[[ Provided entries open ]]

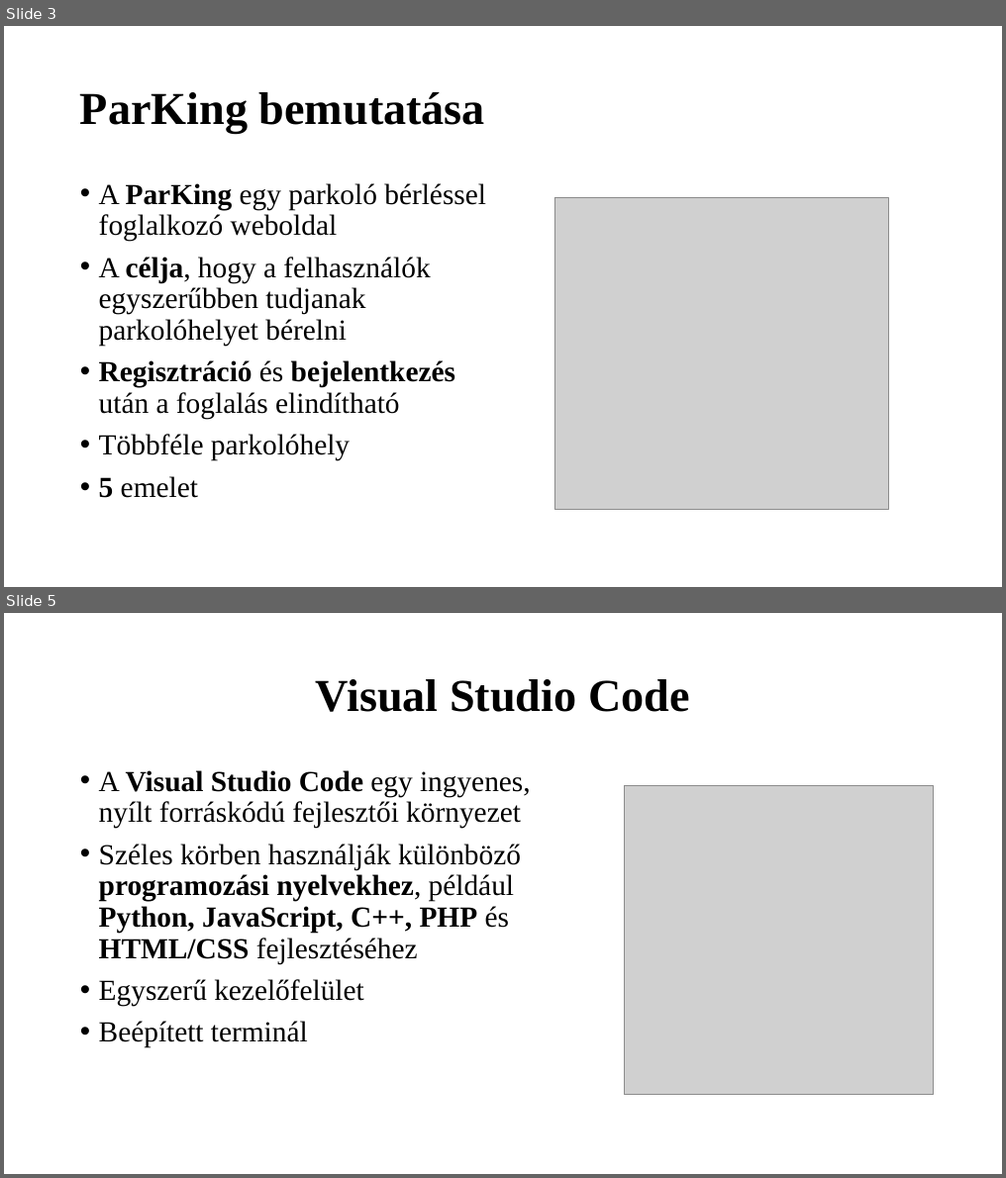
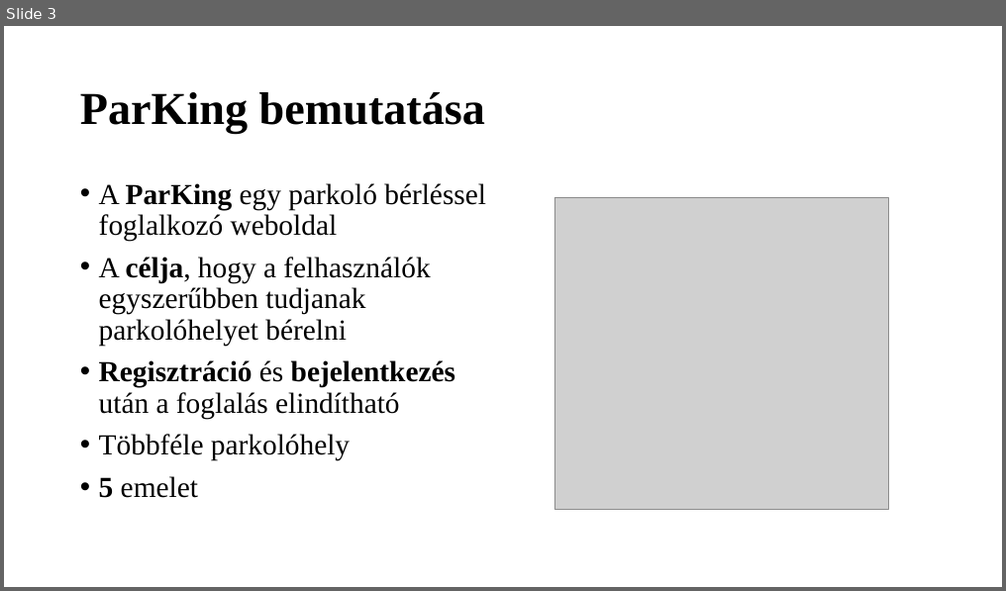
Before and after one commit to K0RN3L07/ParKing, a slide deck: Dokumentáció/ParKing-prezentacio.pptx. Shown one above the other, each under a label of ours: slides 3 and 5 before the commit, slide 3 after it; the slides between them are not shown. The pictures are 1006x1178 and 1006x591 pixels, drawn with LibreOffice and Linux fonts; fonts in the diff are those of the drawing; grey boxes stand for pictures. Boxes give left, top, right and bottom in pixels: in the first picture for what was removed or moved away, otherwise in the second. Text is boxed around its words. In the diff, an @@ line names an element or a change of style, - is before the commit and + after.

```diff
--- a/Dokumentáció/ParKing-prezentacio.pptx
+++ b/Dokumentáció/ParKing-prezentacio.pptx
@@ slide 5 removed at box(4, 613, 1002, 1174), background #FFFFFF @@
@@ title removed at box(316, 679, 690, 712) @@
-Visual Studio Code
@@ text removed at box(99, 770, 531, 1049) @@
-• A Visual Studio Code egy ingyenes, nyílt forráskódú fejlesztői környezet
-• Széles körben használják különböző programozási nyelvekhez, például Python, JavaScript, C++, PHP és HTML/CSS fejlesztéséhez
-• Egyszerű kezelőfelület
-• Beépített terminál
@@ picture removed at box(625, 786, 934, 1095) @@
```
Also in this commit, not shown: 3 slides changed, 11 other slides removed, 1 other file.
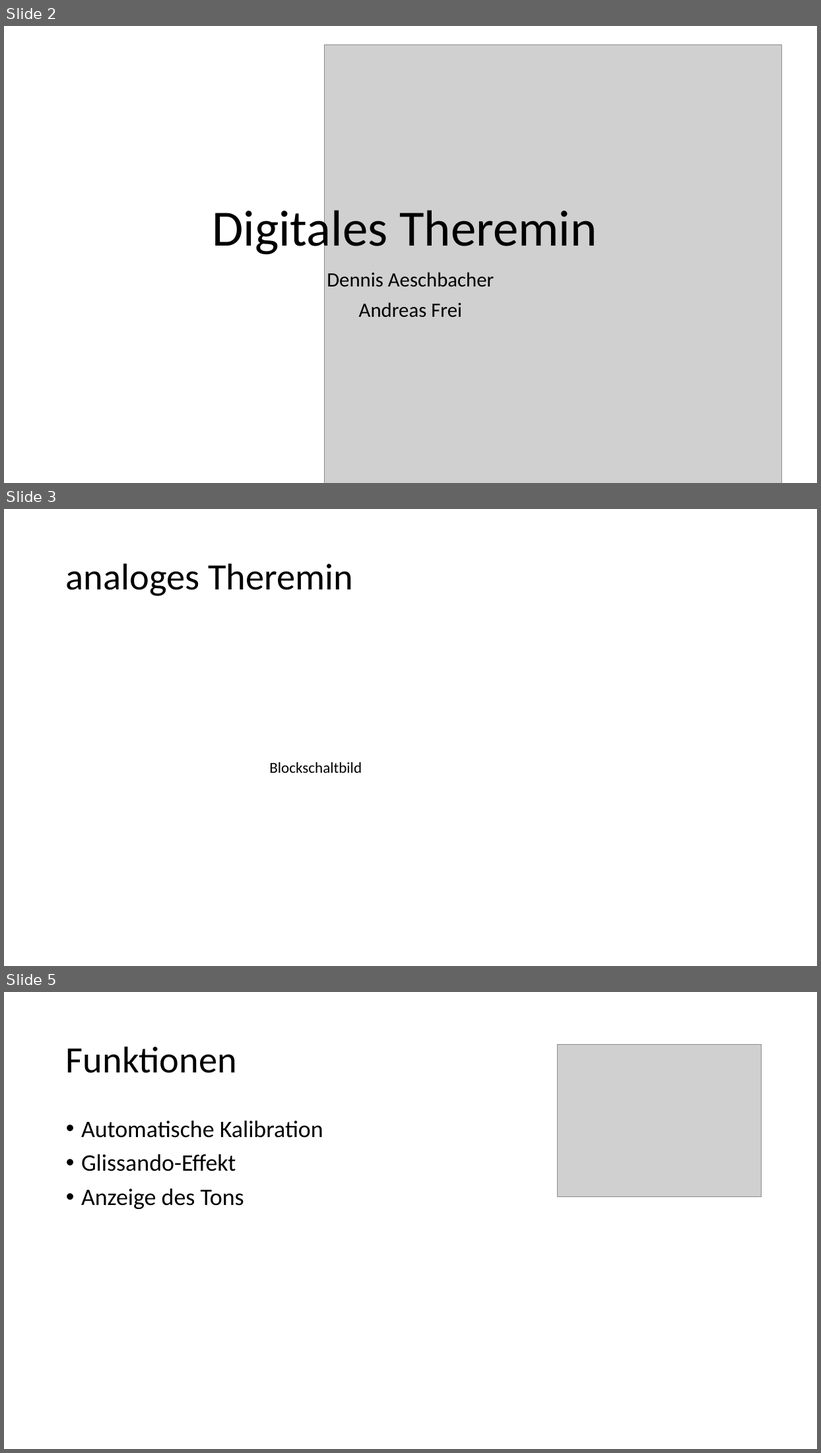
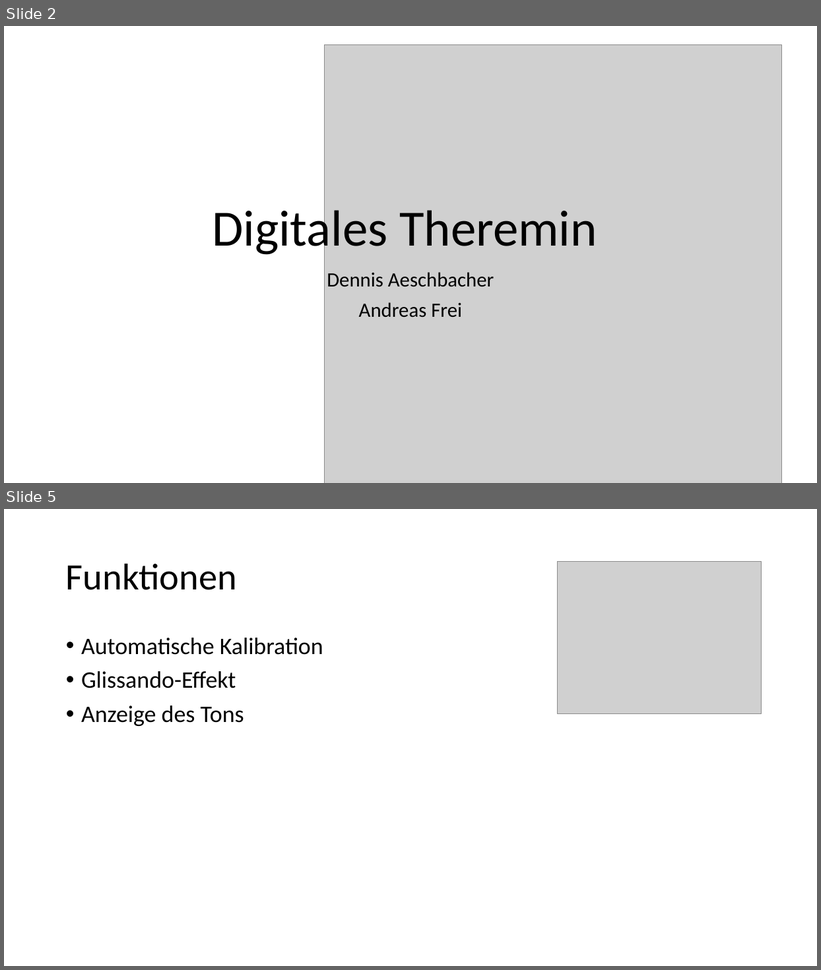
Before and after one commit to aeschi2305/FachberichtDigitalesThereminP6, a slide deck: Präsi/Digitales Theremin.pptx. Shown one above the other, each under a label of ours: slides 2, 3 and 5 before the commit, slides 2 and 5 after it; the slides between them are not shown. The pictures are 821x1453 and 821x970 pixels, drawn with LibreOffice and Linux fonts; fonts in the diff are those of the drawing; grey boxes stand for pictures. Boxes give left, top, right and bottom in pixels: in the first picture for what was removed or moved away, otherwise in the second. Text is boxed around its words. In the diff, an @@ line names an element or a change of style, - is before the commit and + after.

```diff
--- a/Präsi/Digitales Theremin.pptx
+++ b/Präsi/Digitales Theremin.pptx
@@ slide 3 removed at bbox=[4, 509, 817, 966], background #FFFFFF @@
@@ title removed at bbox=[66, 563, 353, 596] @@
-analoges Theremin
@@ text removed at bbox=[269, 762, 362, 773] @@
-Blockschaltbild
```
Also in this commit, not shown: 2 slides changed, 2 slides added, 1 other slide removed, 3 other files.

[[ Provided entries closed ]]

Exercise description
Check every line of the data for the string "FFFFFF". Give the number of lines that have it, and only that.

Answer for the task
2